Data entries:
.....
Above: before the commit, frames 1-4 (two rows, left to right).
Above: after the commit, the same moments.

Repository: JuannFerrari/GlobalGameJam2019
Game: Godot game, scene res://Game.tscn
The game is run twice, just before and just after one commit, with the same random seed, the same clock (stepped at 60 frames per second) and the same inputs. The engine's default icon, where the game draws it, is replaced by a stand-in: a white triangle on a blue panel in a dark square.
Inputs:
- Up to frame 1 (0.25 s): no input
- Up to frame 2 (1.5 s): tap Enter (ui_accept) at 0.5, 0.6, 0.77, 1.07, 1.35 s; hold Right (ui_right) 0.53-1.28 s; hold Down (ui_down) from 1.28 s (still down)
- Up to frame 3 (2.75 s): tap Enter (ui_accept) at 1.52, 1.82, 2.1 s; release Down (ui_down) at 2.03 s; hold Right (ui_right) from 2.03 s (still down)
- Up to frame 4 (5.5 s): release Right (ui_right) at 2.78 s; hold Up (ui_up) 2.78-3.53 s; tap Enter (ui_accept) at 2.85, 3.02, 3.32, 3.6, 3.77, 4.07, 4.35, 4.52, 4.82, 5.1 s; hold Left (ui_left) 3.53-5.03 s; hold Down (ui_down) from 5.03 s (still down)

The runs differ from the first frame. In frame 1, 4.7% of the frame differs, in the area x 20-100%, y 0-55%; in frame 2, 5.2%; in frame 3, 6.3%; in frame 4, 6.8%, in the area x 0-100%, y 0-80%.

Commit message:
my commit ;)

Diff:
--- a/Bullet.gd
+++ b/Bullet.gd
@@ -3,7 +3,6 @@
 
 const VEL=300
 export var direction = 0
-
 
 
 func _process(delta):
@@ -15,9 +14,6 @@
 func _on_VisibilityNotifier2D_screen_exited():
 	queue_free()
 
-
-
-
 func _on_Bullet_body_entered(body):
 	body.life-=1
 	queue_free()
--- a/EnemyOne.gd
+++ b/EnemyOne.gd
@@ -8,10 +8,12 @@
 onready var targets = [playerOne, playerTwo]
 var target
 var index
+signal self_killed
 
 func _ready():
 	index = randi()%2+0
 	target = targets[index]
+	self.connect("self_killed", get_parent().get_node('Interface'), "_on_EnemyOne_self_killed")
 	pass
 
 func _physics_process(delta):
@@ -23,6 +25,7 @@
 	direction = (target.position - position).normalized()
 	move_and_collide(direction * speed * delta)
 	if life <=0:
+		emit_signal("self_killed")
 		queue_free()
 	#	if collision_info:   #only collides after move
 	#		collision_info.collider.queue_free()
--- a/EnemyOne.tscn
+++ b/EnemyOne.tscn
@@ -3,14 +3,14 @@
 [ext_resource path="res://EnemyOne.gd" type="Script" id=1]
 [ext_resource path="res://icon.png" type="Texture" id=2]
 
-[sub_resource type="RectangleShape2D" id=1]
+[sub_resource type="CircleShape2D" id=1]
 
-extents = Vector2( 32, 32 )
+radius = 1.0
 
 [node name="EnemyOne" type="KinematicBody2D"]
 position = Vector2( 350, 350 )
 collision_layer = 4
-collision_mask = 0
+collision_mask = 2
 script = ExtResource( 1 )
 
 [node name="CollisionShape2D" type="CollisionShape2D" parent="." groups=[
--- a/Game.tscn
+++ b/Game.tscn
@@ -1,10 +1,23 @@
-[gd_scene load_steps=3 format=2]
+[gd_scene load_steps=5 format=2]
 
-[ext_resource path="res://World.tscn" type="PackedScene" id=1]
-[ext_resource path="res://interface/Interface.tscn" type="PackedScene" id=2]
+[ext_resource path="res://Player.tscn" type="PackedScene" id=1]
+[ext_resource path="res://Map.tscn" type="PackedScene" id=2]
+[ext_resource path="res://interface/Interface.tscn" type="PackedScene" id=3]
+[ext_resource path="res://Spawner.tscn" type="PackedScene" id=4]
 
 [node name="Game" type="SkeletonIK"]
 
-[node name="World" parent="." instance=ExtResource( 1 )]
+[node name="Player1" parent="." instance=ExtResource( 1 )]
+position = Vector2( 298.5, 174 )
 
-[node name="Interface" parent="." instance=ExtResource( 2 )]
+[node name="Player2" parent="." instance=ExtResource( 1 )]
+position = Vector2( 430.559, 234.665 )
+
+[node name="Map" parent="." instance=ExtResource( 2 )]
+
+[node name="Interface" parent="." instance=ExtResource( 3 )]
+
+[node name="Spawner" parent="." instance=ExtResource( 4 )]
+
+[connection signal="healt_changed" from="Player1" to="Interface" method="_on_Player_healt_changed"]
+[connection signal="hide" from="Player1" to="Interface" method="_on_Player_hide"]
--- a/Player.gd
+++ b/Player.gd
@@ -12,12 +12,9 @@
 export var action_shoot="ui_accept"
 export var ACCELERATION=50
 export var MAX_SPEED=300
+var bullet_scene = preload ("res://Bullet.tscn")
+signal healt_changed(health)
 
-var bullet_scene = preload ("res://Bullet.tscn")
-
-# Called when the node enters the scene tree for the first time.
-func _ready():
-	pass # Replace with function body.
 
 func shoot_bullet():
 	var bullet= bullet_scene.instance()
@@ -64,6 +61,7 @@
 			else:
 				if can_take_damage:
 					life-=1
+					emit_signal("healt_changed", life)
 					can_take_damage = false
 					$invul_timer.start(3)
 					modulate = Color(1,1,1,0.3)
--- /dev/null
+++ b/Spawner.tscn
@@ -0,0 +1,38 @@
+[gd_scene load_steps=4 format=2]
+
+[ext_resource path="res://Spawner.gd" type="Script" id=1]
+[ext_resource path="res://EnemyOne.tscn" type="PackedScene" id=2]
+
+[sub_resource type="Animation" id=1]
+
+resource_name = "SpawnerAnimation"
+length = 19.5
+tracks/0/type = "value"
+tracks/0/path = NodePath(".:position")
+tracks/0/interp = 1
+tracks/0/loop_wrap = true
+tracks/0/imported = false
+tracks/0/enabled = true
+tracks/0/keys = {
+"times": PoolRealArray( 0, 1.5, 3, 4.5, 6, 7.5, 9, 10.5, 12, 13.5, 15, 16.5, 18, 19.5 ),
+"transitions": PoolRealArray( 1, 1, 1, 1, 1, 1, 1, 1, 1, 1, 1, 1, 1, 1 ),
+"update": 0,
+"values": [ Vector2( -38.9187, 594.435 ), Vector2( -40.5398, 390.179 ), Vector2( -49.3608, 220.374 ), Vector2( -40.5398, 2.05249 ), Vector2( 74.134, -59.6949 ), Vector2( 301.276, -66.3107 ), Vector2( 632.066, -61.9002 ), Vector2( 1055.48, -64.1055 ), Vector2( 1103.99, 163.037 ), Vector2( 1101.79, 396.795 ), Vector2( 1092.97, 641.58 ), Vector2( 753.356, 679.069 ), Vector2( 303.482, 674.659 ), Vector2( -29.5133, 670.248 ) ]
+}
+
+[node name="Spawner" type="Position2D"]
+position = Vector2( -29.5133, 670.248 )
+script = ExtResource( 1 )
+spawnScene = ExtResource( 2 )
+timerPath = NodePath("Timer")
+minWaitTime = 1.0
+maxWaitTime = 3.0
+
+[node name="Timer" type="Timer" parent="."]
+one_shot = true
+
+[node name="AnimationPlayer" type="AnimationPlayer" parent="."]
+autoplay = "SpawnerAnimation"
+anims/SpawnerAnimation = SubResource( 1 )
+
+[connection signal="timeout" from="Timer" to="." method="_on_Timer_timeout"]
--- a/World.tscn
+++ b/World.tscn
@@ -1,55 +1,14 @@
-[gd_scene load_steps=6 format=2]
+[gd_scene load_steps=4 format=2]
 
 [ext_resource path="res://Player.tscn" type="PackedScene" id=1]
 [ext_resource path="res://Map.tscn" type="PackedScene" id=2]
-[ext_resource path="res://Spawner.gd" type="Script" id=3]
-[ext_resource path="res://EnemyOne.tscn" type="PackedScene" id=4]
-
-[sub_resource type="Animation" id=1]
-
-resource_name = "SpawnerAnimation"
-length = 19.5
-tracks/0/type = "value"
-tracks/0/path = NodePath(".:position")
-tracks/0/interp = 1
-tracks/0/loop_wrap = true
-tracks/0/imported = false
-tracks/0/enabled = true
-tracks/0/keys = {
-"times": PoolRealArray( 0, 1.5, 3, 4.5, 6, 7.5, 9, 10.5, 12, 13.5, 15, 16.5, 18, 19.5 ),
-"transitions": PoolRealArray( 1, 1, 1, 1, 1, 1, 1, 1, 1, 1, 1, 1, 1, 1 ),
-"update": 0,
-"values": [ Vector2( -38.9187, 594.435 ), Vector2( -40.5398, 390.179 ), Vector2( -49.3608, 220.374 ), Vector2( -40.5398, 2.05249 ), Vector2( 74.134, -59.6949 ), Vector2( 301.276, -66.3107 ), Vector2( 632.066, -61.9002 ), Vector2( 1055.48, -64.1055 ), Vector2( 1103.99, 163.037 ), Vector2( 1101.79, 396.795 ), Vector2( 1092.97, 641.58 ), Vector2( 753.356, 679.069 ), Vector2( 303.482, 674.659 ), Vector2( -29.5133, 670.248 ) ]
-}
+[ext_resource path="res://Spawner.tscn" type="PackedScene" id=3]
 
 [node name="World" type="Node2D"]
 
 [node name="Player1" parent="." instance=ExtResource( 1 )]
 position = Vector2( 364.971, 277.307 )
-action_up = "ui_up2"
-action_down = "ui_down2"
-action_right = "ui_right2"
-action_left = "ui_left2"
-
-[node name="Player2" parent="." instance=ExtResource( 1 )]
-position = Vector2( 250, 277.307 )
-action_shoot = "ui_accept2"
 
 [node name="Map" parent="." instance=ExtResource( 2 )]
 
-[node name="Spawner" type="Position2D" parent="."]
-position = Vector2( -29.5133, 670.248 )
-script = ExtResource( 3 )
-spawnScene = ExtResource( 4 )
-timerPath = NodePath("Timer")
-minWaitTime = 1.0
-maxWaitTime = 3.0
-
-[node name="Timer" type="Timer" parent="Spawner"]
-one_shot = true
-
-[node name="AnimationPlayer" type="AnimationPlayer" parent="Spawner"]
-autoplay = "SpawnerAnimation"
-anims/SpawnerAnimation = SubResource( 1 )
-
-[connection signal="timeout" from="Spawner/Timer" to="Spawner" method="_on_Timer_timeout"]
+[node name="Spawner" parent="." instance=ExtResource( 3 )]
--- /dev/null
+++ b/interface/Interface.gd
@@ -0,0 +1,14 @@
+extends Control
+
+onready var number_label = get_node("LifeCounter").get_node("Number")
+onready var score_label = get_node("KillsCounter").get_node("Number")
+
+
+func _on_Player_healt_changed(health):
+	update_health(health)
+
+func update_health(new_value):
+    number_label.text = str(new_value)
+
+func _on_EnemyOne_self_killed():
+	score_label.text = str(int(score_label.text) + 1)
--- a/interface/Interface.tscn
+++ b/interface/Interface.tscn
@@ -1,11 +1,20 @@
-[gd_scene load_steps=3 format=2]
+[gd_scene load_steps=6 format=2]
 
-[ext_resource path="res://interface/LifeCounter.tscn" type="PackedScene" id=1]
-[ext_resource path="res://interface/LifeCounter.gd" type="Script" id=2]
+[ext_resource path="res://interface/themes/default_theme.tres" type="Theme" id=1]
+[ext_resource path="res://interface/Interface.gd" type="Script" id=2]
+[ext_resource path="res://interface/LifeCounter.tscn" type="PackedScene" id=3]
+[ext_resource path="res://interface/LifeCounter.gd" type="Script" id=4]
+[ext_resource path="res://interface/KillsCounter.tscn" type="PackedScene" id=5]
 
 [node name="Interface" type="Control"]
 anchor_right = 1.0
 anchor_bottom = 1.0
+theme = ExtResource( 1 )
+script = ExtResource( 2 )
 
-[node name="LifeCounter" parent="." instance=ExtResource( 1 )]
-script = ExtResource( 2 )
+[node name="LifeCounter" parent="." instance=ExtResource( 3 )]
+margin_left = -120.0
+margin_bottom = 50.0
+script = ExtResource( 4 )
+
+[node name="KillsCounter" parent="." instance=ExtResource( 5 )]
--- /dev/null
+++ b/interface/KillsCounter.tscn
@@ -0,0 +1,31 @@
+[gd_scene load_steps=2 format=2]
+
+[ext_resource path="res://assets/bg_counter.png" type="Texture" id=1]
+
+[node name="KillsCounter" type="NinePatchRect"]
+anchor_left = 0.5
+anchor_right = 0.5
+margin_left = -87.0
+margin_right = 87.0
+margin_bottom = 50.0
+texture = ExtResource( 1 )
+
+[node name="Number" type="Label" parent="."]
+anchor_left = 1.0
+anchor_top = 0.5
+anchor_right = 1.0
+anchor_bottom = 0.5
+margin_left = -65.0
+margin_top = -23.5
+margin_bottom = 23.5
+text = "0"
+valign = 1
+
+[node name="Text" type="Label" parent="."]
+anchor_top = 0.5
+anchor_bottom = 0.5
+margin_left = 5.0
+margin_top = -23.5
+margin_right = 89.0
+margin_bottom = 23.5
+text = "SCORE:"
.....
* _Task requirements_: Retype the entries exactly from the first line, stopping after the line with "- Up to frame 3".

* _Output of the exercise_:
Above: before the commit, frames 1-4 (two rows, left to right).
Above: after the commit, the same moments.

Repository: JuannFerrari/GlobalGameJam2019
Game: Godot game, scene res://Game.tscn
The game is run twice, just before and just after one commit, with the same random seed, the same clock (stepped at 60 frames per second) and the same inputs. The engine's default icon, where the game draws it, is replaced by a stand-in: a white triangle on a blue panel in a dark square.
Inputs:
- Up to frame 1 (0.25 s): no input
- Up to frame 2 (1.5 s): tap Enter (ui_accept) at 0.5, 0.6, 0.77, 1.07, 1.35 s; hold Right (ui_right) 0.53-1.28 s; hold Down (ui_down) from 1.28 s (still down)
- Up to frame 3 (2.75 s): tap Enter (ui_accept) at 1.52, 1.82, 2.1 s; release Down (ui_down) at 2.03 s; hold Right (ui_right) from 2.03 s (still down)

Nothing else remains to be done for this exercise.